Gastric neuroendocrine tumors correspond to less than 1% of all gastric tumors. These tumors can be of three types. Seventy five percent are type I and are associated to chronic atrophic gastritis type A (CAG-A). Half of them are associated with pernicious anemia. Type II tumors are associated with Zollinger Ellison syndrome and type I multiple endocrine neoplasia. Type III are sporadic tumors.

OBJECTIVE

To report the clinical, endoscopical features and response to the treatment of gastric neuroendocrine tumors.

METHODS

A retrospective study of eleven patients (seven male, aged 38 to 72 years old) with a pathological diagnosis of gastric neuroendocrine tumor. Their clinical presentation, associated diseases, treatment and follow up were reviewed.

RESULTS

Epigastric pain was present in eight patients, weight loss in three, epigastric pain and weight loss in one and post prandial abdominal pain in two. At endoscopy, multiple polyps in the fundus were observed in six, verrucose gastritis in one, polyps in the antrum in one, two subcardial polyps in 1, a fundus ulcer in one and a Bormann III type lesion in one. Chronic atrophic gastritis was diagnosed in seven patients and pernicious anemia in five. Serum gastrin levels were determined in 4 patients and were high in all.
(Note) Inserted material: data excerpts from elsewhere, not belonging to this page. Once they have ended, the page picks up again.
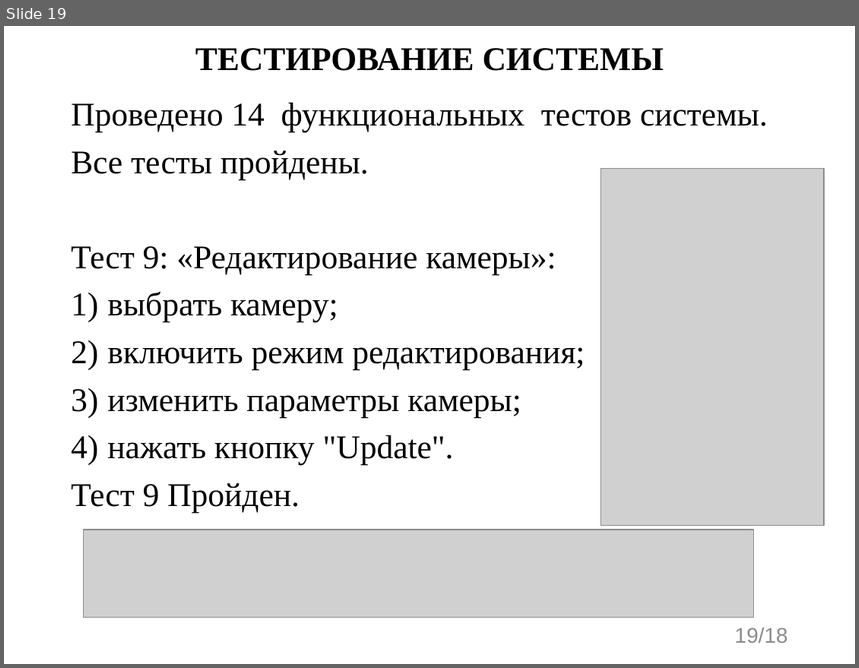
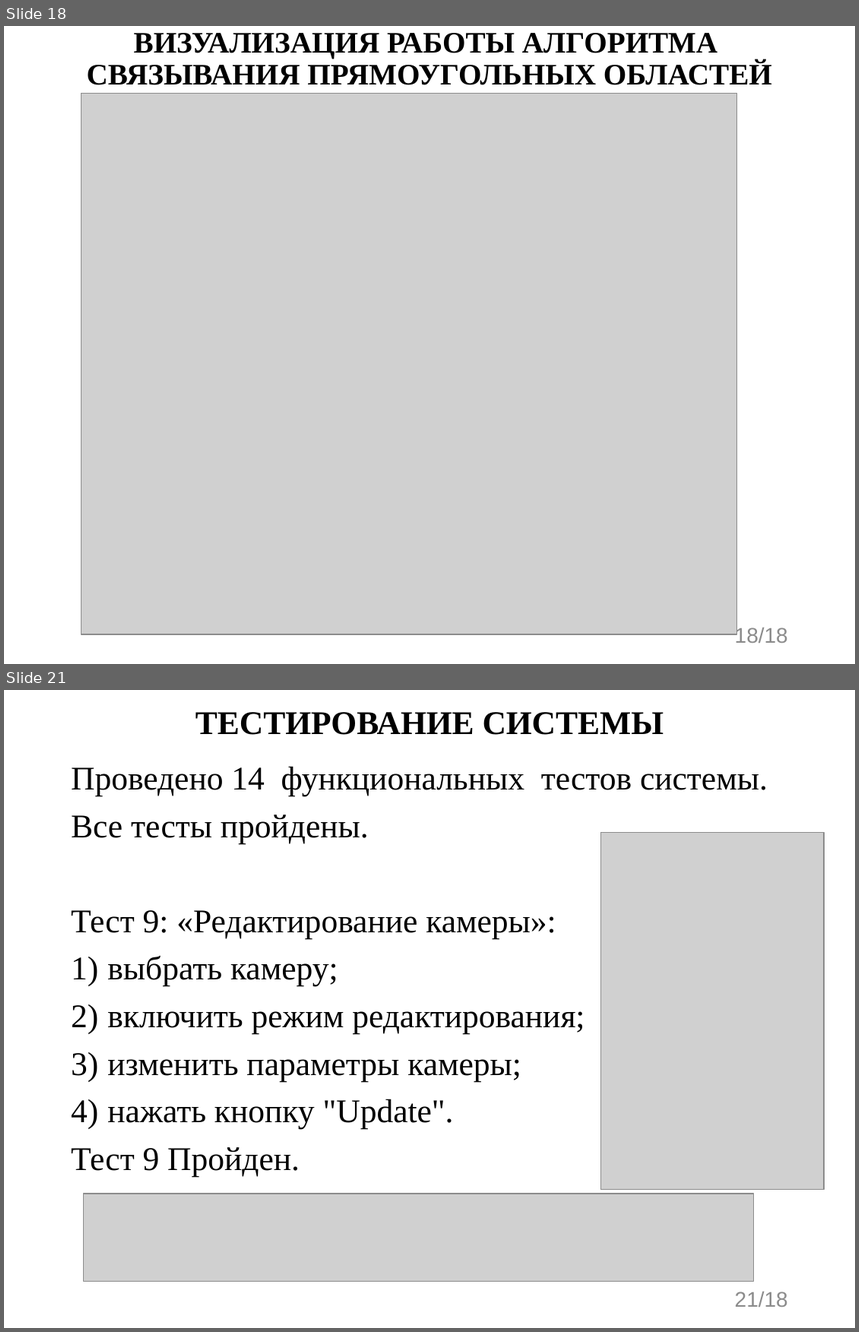
Before and after one commit to evgenkot/uav-route-calculation, a slide deck: doc/GQW/Raschupkin_EV_UAV_Route_Planning.pptx. Shown one above the other, each under a label of ours: slide 19 before the commit, slides 18 and 21 after it; the slides between them are not shown. The pictures are 859x668 and 859x1332 pixels, drawn with LibreOffice and Linux fonts; fonts in the diff are those of the drawing; grey boxes stand for pictures. Boxes give left, top, right and bottom in pixels: in the first picture for what was removed or moved away, otherwise in the second. Text is boxed around its words. In the diff, an @@ line names an element or a change of style, - is before the commit and + after.

```diff
--- a/doc/GQW/Raschupkin_EV_UAV_Route_Planning.pptx
+++ b/doc/GQW/Raschupkin_EV_UAV_Route_Planning.pptx
@@ slide 18 added at <box>4,26,855,664</box>, background #FFFFFF @@
@@ title added at <box>87,33,772,85</box>, 25.2 pt, text #000000, bold @@
+ВИЗУАЛИЗАЦИЯ РАБОТЫ АЛГОРИТМА
+СВЯЗЫВАНИЯ ПРЯМОУГОЛЬНЫХ ОБЛАСТЕЙ
@@ picture added at <box>82,93,737,635</box> @@
@@ page number added at <box>735,626,788,643</box>, 18 pt, text #8C8C8C @@
+18/18
@@ what was slide 19 is now slide 21 @@
@@ page number at <box>735,1292,788,1307</box>: text changed @@
-19/18
+21/18
```
Also in this commit, not shown: 6 slides changed, 3 other slides added, 2 slides removed, 1 other file.

Four subjects were treated with endoscopic polipectomy only. A partial or total gastrectomy was done in seven patients. No complications or mortality occurred during the follow up.

CONCLUSIONS

Abdominal pain is a common presentation of patients with gastric neuroendocrine neoplasia. Polyps predominantly in the fundus are the most common endoscopic finding. Surgical treatment or endoscopical polypectomy, depending of the extension of the disease, yield satisfactory results.